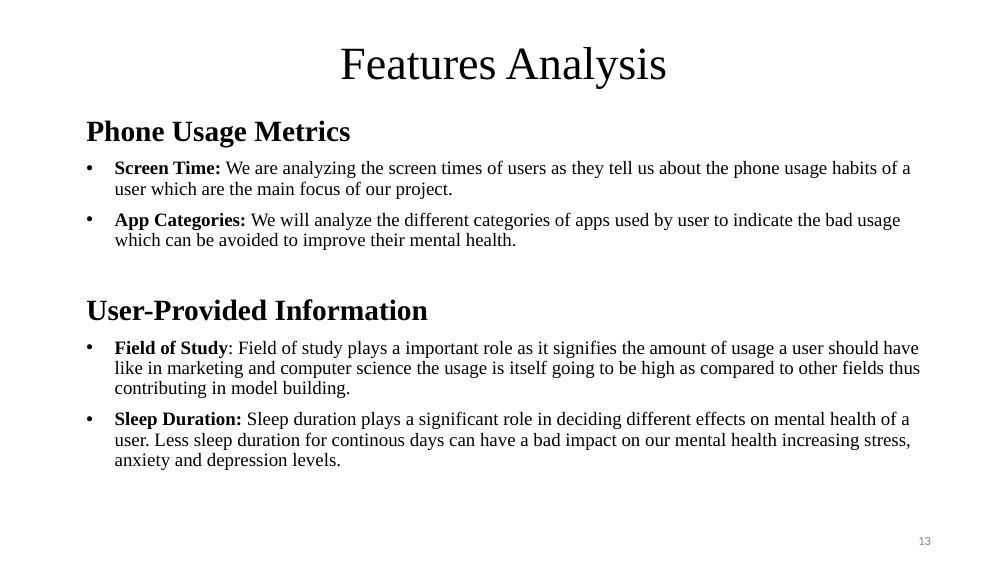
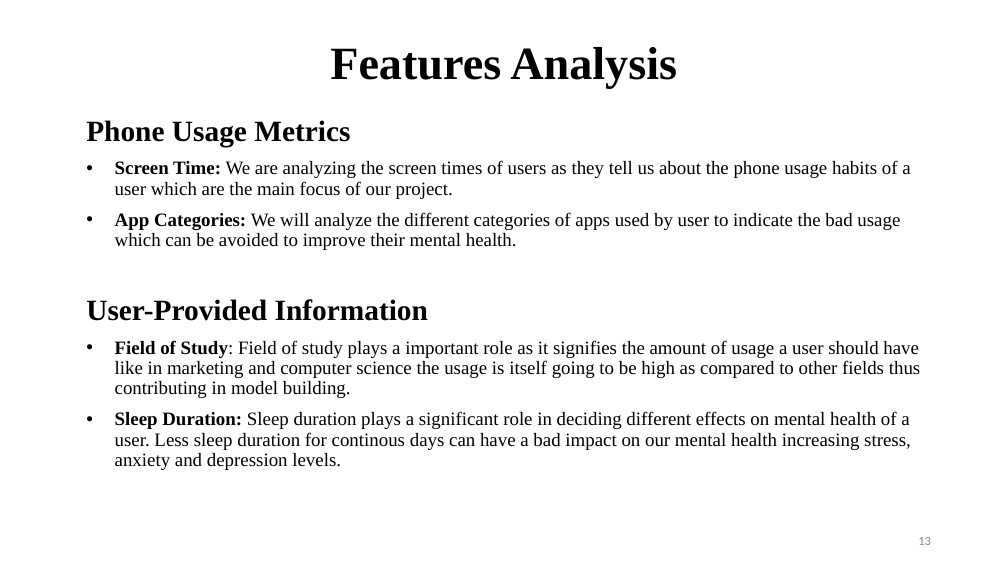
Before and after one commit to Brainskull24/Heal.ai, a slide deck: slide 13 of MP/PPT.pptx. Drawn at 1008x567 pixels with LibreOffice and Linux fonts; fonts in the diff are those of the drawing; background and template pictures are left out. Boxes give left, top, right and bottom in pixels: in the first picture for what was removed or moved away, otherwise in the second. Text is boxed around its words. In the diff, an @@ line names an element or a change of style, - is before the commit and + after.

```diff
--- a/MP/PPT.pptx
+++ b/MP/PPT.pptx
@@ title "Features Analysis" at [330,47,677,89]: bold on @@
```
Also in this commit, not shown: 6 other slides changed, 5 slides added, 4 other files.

**********

Give back each line above verbatim, dropping every picture.

Before and after one commit to Brainskull24/Heal.ai, a slide deck: slide 13 of MP/PPT.pptx. Drawn at 1008x567 pixels with LibreOffice and Linux fonts; fonts in the diff are those of the drawing; background and template pictures are left out. Boxes give left, top, right and bottom in pixels: in the first picture for what was removed or moved away, otherwise in the second. Text is boxed around its words. In the diff, an @@ line names an element or a change of style, - is before the commit and + after.

```diff
--- a/MP/PPT.pptx
+++ b/MP/PPT.pptx
@@ title "Features Analysis" at [330,47,677,89]: bold on @@
```
Also in this commit, not shown: 6 other slides changed, 5 slides added, 4 other files.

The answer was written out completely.